Fig. 1: Three types of quantitative trait loci (QTLs); gene eQTL, isoform eQTL and i-rQTL.
figure 1

a Gene A has 2 isoforms, isoform 1 and isoform 2. A locus affecting the expression level of gene A is defined as gene eQTL. A locus affecting the expression level of isoform 1 and/or 2 is defined as i-eQTL (isoform eQTL). A locus affecting the isoform ratio of isoform 1 and/or 2 is defined as i-rQTL (isoform ratio QTL). b An example of gene having both gene-eQTL and i-eQTL effects but not i-rQTL effect (the upper panel) and that having both i-eQTL and i-rQTL effects but not gene-eQTL effect (the lower panel). c The three types of QTLs are not independent but overlapping concepts. † and ‡ indicate the genes in the upper and lower panels of b, respectively. d Data preparation and processing from 6 peripheral blood cells for the QTL analyses. e Distributions of top QTL variants relative to the gene body. In the figure, the length of the gene body is 30,000 bp, which is the average length of all isoforms.

Difference in distribution between eQTL and sQTL

We identified 2476–3889 gene eQTL in each subset, which is equivalent to the findings of our prior study21. In addition, we identified 3707–6131 i-eQTL as well as 1512–2537 i-rQTL in each cell type (FDR ≤ 0.05, Supplementary Table 1). Next, we evaluated the distribution of the lead variants in each analysis relative to the gene body, which is defined as the region from the TSS to the transcription end site (TES). These three types of QTL were differentially distributed; gene eQTL had a large peak near the TSS. Contrarily, i-rQTL had a larger peak near the TES (A trimodal distribution with two additional peaks in the gene body and TES was detected by Silverman test. p = 0.039). i-eQTL showed an intermediate distribution between the other two QTL (Fig. 1e).

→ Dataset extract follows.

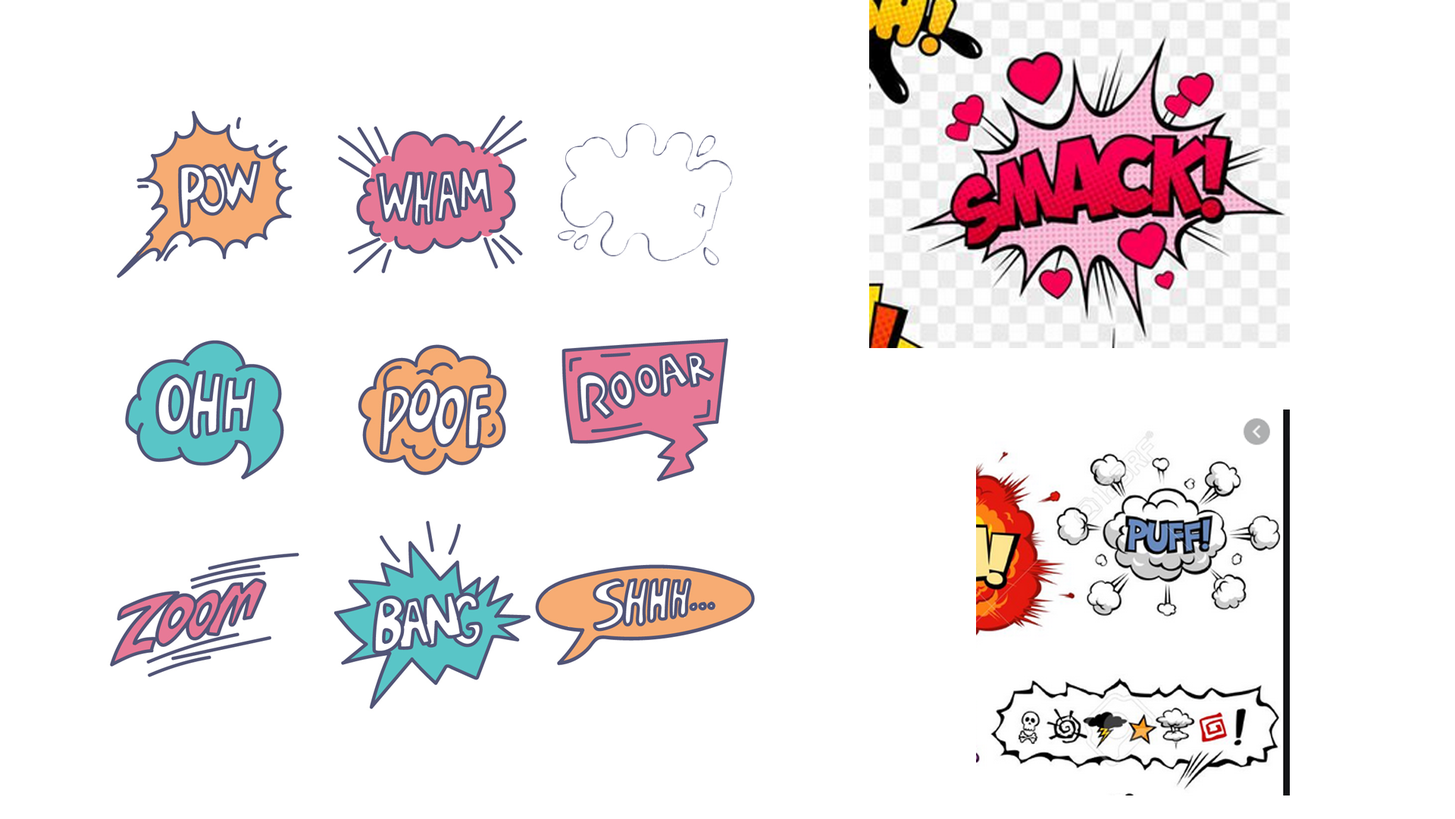
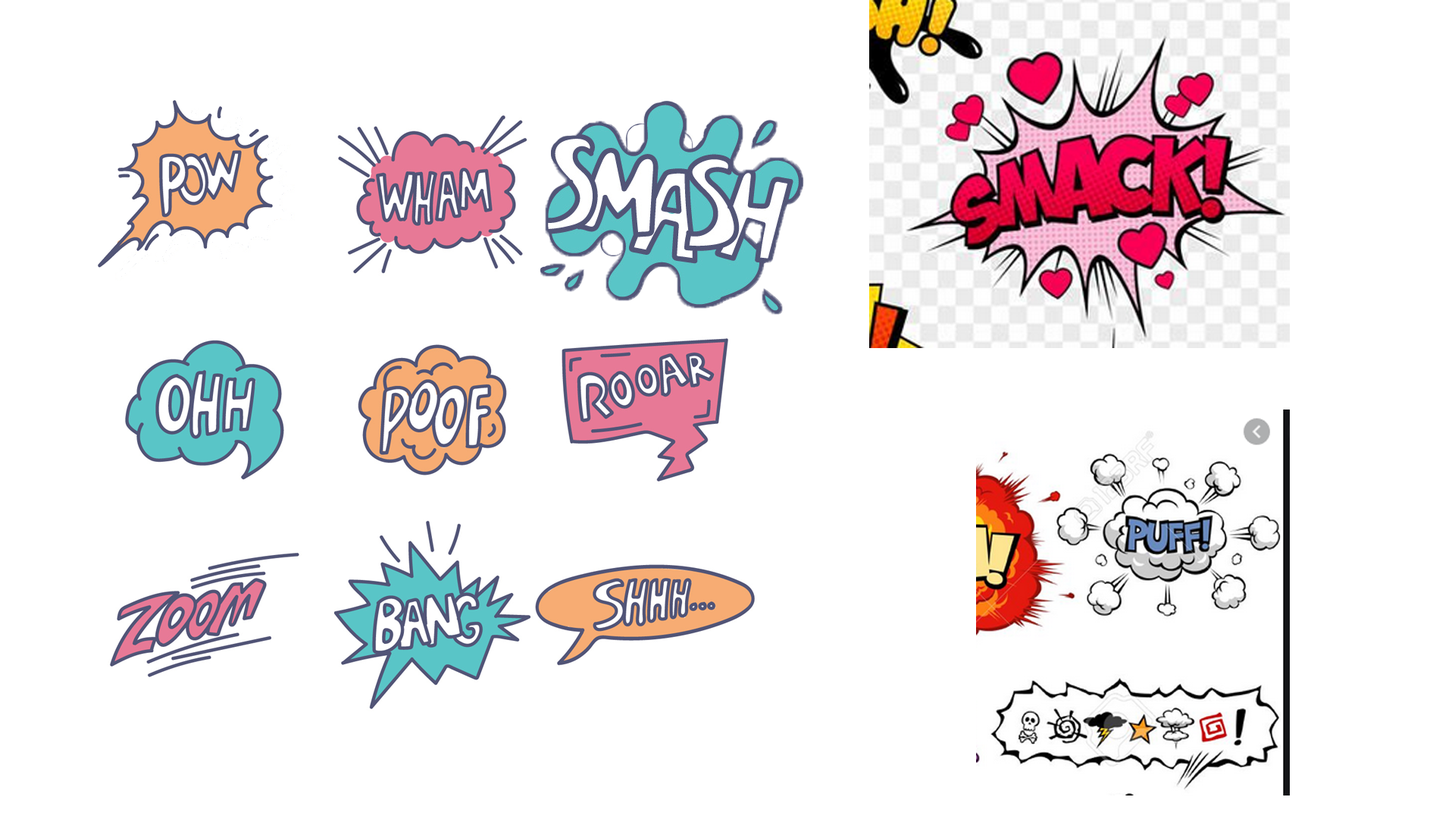
The second 1455×819 image is a revision of the first. Changes to its layers:
added layer "Layer 4" above "Layer 2" over 539, 100, 805, 315
added layer "Layer 5" above "Layer 1" over 97, 100, 274, 268
painted on "Layer 1" over 116, 110, 293, 279

Next, we examined cell-type specificity of i-rQTL effects in commonly expressed genes in five subsets excluding PBL, which contains various cell types. Among a total of 1,703 i-rQTL, 360 i-rQTL showed low cell-type specificity (significant i-rQTL effect observed in four or five subsets) and had a large peak near the TES. In contrast, i-rQTL with high cell-type specificity (significant i-rQTL effect observed in one subset) had a large peak near the TSS (Fig. 2a). As an example of cell-type specific i-rQTL, we showed a monocyte-specific i-rQTL effect on DNTTIP1-202 and a B-cell- and monocyte-specific i-rQTL effect on SIDT2-212 (Fig. 2b). These i-rQTL might depend on cell-type specific alternative promoters because DNase hypersensitive sites (DHSs) and CAGE peaks were observed near the TSS in the corresponding subsets. While the lead i-rQTL variant of DNTTIP1-202 (rs1711194) was located downstream of the gene, several variants in strong linkage disequilibrium (LD, r2 ≥ 0.8) were located in the gene body, including near the CAGE peaks (Fig. 2c). Similarly, because an INDEL variant (rs35248926) in strong LD (r2 = 0.91) with the lead i-rQTL variant of SIDT2-212 (rs11449159) has eQTL effects on surrounding genes (TAGLN, PCSK7, PAFAH1B2 and SIK3) in the GTEx dataset11, this variant may have broad regulatory effects on multiple genes in multiple subsets and may cause the i-rQTL effect. Indeed, B-cell- and monocyte-specific transcription factors such as EBF1 and POU2F2 bind to this region22,23 (Fig. 2d).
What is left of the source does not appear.